The expected answer is every line from the material below that has the word "both".
'''
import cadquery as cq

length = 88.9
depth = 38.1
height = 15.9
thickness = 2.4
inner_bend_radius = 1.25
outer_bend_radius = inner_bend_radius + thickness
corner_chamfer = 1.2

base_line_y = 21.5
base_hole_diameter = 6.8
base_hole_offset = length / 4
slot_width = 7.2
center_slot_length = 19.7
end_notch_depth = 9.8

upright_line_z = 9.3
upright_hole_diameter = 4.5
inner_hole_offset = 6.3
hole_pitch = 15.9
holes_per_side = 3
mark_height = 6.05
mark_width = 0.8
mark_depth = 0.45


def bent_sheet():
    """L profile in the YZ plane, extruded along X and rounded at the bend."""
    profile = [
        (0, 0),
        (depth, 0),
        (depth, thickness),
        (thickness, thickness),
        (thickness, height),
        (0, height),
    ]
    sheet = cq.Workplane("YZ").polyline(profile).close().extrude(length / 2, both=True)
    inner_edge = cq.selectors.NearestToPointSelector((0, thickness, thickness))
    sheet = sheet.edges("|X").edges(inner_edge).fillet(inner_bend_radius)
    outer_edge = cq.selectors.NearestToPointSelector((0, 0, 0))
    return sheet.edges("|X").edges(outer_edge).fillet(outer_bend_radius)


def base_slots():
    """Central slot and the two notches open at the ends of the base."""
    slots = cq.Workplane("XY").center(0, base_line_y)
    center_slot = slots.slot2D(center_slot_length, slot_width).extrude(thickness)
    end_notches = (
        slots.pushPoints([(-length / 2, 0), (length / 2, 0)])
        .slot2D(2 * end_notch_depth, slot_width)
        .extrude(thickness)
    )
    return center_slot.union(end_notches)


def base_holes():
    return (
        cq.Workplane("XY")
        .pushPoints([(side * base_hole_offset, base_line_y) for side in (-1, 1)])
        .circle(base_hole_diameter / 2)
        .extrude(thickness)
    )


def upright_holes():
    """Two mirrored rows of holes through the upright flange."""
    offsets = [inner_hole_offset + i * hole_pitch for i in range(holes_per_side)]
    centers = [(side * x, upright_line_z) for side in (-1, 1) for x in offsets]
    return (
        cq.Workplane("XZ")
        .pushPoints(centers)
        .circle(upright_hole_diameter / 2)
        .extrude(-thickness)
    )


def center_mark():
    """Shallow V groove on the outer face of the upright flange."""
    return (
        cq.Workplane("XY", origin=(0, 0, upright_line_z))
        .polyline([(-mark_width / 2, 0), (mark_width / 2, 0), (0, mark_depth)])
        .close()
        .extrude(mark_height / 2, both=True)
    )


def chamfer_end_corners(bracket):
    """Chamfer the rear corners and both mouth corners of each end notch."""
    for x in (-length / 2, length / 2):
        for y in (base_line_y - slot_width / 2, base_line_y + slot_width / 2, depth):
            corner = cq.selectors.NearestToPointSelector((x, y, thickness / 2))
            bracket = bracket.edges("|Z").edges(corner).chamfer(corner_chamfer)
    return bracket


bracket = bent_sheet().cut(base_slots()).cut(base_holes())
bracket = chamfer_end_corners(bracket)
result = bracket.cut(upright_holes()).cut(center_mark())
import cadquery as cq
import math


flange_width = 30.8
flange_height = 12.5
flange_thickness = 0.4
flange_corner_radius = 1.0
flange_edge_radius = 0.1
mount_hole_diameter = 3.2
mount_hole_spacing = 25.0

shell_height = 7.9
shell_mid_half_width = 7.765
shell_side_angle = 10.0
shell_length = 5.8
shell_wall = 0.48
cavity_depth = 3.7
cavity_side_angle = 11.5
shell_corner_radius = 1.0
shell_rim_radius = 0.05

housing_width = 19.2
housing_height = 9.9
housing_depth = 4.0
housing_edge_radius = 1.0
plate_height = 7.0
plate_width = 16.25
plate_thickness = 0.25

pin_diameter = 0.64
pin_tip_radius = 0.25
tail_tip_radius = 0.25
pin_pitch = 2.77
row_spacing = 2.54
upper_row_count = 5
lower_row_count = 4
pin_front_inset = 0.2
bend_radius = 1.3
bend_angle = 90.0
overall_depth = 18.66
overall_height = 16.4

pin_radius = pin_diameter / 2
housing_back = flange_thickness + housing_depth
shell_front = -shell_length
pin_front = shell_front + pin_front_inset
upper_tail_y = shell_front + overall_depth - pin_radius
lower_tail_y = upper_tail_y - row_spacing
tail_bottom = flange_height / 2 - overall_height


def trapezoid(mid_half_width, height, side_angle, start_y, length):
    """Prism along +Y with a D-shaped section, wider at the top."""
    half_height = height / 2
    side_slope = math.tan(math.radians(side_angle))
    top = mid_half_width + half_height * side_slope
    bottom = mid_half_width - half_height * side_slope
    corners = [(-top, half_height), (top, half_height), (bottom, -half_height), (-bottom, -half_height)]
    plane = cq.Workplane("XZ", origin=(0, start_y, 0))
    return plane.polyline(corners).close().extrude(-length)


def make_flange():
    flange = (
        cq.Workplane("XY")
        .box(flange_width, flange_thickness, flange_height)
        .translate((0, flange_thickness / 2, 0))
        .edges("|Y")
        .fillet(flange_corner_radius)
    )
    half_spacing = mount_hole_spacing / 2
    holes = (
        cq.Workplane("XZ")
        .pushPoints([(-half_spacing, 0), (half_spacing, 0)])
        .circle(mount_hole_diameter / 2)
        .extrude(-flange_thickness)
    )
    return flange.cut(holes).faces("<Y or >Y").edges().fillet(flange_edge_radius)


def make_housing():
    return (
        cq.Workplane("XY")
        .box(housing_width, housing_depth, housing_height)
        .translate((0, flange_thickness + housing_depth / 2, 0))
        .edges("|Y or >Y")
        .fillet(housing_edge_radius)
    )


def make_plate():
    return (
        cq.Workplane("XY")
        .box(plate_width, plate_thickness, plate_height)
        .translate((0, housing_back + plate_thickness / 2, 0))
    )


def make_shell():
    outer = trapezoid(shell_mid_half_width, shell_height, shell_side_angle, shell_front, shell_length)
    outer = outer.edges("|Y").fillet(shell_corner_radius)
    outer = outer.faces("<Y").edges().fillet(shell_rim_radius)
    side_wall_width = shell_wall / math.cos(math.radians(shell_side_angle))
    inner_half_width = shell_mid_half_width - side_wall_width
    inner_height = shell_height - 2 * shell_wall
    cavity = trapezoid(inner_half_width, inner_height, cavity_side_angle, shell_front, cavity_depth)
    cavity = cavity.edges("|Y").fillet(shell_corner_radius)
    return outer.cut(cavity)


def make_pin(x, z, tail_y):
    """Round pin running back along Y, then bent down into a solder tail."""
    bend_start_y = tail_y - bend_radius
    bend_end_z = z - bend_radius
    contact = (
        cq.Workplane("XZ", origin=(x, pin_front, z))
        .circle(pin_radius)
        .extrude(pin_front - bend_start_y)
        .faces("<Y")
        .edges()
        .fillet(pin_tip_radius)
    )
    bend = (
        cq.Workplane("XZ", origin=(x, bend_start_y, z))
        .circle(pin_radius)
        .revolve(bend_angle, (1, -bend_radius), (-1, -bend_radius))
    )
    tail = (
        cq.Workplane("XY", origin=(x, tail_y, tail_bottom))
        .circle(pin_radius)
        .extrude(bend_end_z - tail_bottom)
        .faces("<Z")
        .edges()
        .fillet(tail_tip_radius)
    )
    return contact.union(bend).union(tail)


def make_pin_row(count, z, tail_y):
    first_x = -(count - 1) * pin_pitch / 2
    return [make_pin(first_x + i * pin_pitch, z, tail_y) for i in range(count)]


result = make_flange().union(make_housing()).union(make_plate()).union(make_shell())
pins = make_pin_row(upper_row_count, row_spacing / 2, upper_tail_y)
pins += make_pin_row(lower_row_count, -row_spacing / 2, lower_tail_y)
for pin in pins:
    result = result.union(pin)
'''
- ANSWER SECTION:
    sheet = cq.Workplane("YZ").polyline(profile).close().extrude(length / 2, both=True)
        .extrude(mark_height / 2, both=True)
    """Chamfer the rear corners and both mouth corners of each end notch."""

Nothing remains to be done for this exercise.